> _Data extracts_:

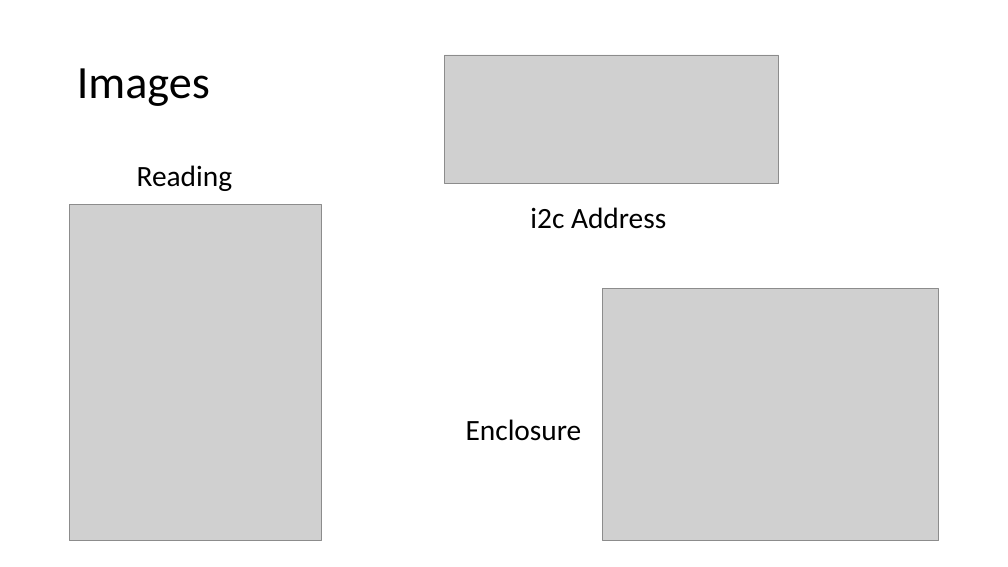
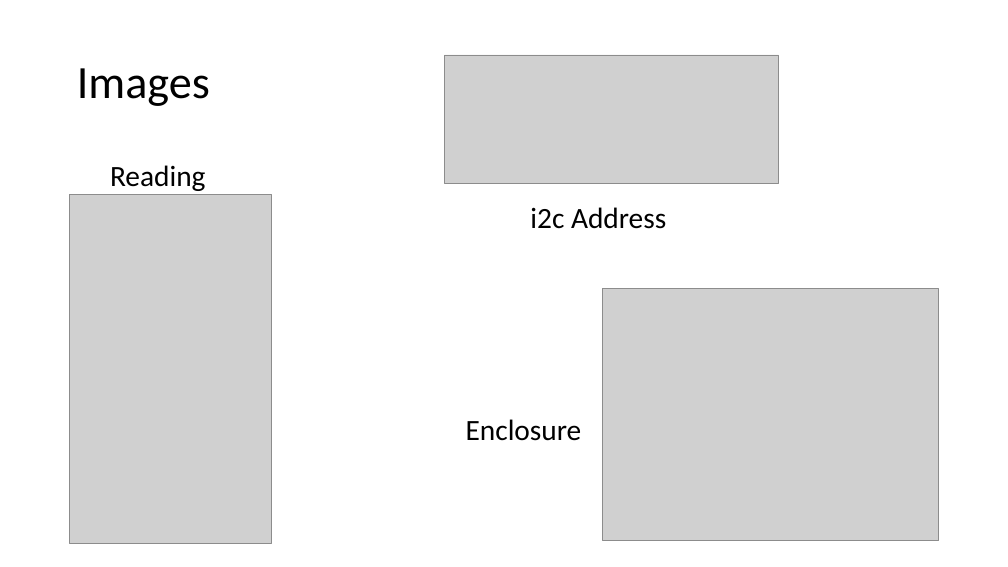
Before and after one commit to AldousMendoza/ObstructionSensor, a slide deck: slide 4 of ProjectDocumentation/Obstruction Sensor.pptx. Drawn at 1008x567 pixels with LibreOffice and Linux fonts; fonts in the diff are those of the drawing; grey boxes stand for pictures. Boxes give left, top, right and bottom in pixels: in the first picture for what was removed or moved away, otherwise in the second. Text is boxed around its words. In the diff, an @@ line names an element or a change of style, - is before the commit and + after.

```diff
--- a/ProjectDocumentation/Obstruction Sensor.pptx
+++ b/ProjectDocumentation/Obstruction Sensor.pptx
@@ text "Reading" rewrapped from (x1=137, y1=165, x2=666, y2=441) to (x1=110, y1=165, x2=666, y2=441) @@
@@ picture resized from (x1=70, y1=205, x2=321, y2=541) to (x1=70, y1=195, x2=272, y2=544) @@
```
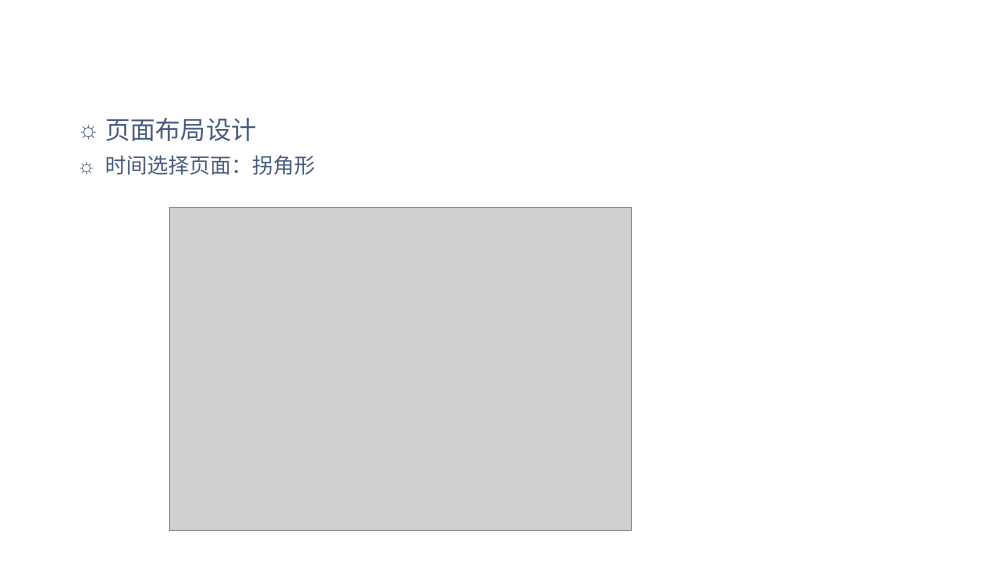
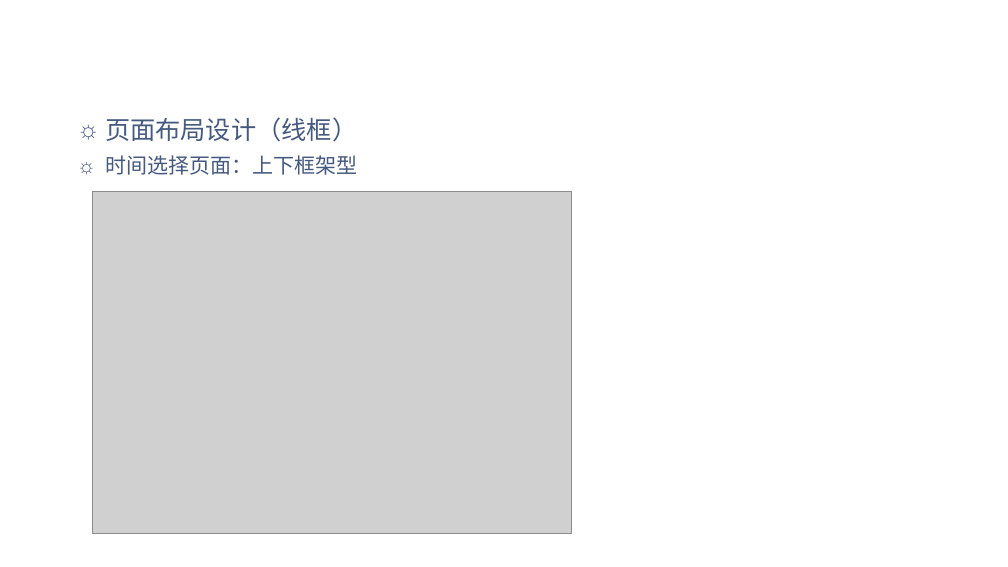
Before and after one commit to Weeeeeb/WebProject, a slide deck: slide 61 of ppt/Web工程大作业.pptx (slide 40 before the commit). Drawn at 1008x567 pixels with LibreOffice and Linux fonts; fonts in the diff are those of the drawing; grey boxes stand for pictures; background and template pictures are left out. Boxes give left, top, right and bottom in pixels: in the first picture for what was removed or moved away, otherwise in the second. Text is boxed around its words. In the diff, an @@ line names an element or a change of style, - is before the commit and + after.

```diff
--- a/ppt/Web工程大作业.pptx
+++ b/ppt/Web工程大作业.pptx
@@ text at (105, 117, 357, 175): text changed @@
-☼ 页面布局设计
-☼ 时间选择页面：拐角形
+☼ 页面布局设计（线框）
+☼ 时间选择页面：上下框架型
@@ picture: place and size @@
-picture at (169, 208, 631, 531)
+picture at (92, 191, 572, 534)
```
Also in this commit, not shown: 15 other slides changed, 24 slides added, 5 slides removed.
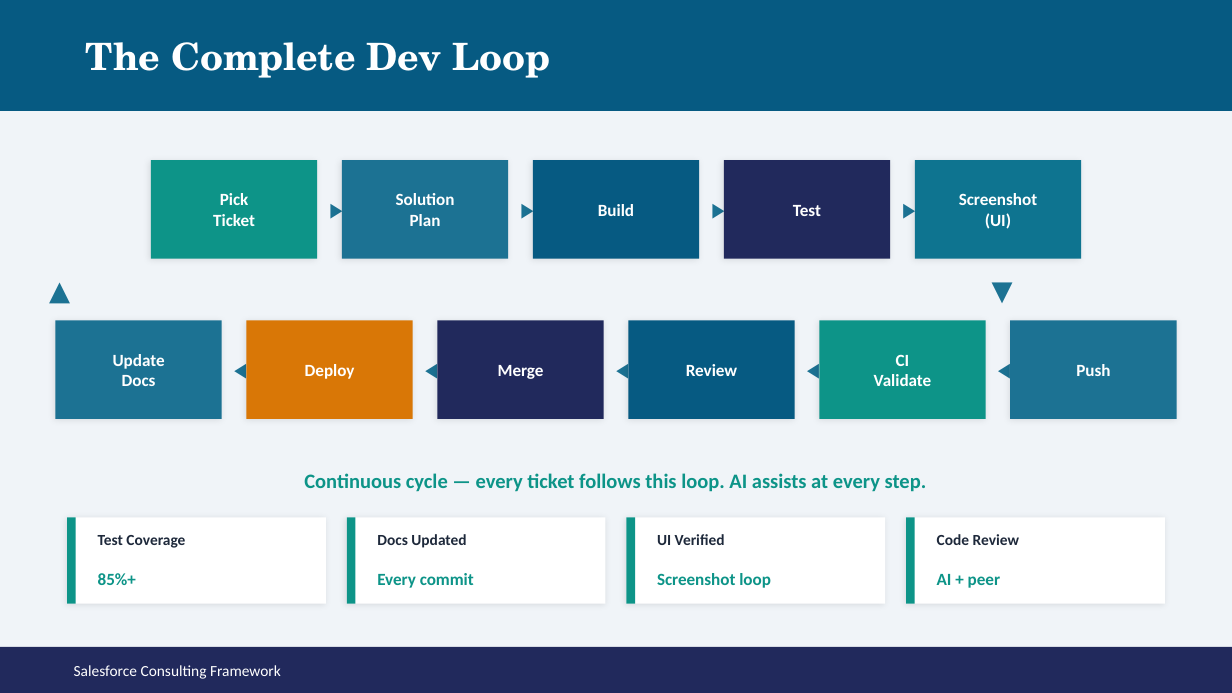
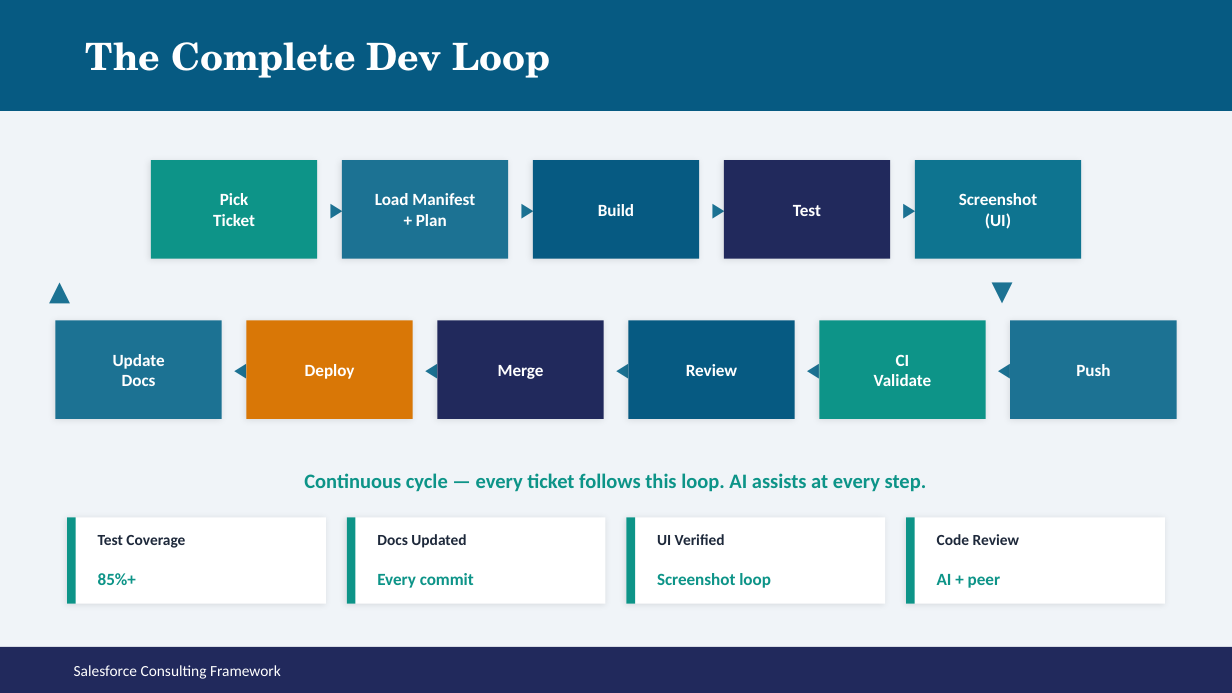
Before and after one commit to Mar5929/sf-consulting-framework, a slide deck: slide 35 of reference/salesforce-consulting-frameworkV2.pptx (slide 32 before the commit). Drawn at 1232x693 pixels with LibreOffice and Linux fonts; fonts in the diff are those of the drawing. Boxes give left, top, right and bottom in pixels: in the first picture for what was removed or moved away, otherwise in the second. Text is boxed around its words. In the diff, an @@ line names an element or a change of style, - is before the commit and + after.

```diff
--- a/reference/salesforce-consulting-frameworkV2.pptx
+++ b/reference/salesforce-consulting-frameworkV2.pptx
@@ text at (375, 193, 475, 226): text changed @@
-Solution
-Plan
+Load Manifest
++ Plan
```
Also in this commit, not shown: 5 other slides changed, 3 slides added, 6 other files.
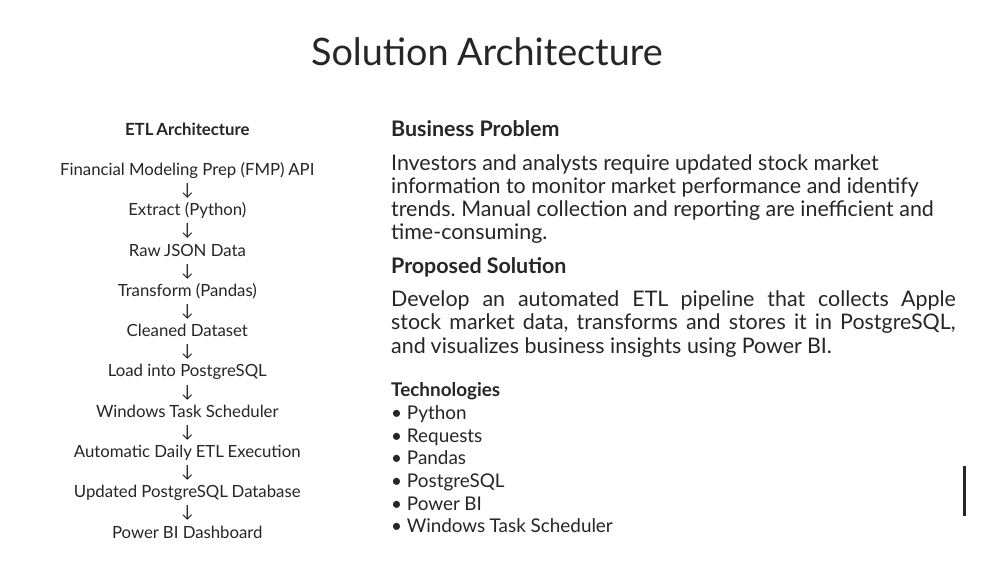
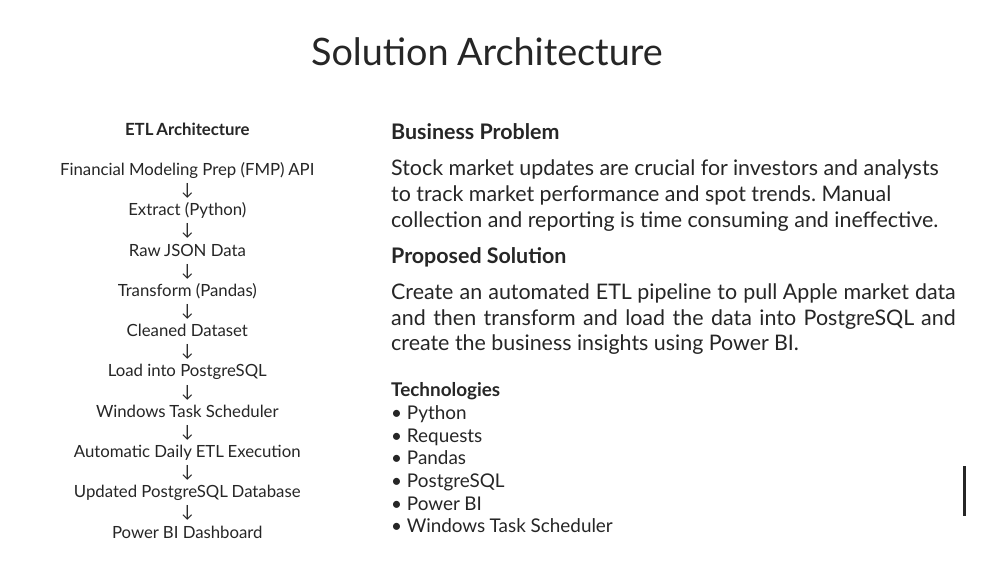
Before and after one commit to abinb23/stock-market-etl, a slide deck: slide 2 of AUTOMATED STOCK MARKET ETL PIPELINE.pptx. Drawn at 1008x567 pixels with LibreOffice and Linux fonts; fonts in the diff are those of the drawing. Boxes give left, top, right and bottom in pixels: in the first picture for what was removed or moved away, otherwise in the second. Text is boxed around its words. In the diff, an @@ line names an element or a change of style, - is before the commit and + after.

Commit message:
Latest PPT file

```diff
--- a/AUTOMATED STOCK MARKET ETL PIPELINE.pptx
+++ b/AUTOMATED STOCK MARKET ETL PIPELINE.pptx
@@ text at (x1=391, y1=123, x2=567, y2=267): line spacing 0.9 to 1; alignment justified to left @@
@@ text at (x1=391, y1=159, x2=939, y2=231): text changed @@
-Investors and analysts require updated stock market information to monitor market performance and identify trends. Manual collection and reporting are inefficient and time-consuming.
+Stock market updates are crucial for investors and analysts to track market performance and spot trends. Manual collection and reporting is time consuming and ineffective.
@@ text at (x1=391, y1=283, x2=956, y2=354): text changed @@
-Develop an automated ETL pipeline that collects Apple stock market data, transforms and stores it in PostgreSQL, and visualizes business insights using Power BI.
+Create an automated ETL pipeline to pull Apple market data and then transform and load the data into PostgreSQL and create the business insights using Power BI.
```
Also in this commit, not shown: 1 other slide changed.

> _The task_:
Find all the lines containing "this" in the material, then copy them.

> _The answer_:
Also in this commit, not shown: 15 other slides changed, 24 slides added, 5 slides removed.
Also in this commit, not shown: 5 other slides changed, 3 slides added, 6 other files.
Also in this commit, not shown: 1 other slide changed.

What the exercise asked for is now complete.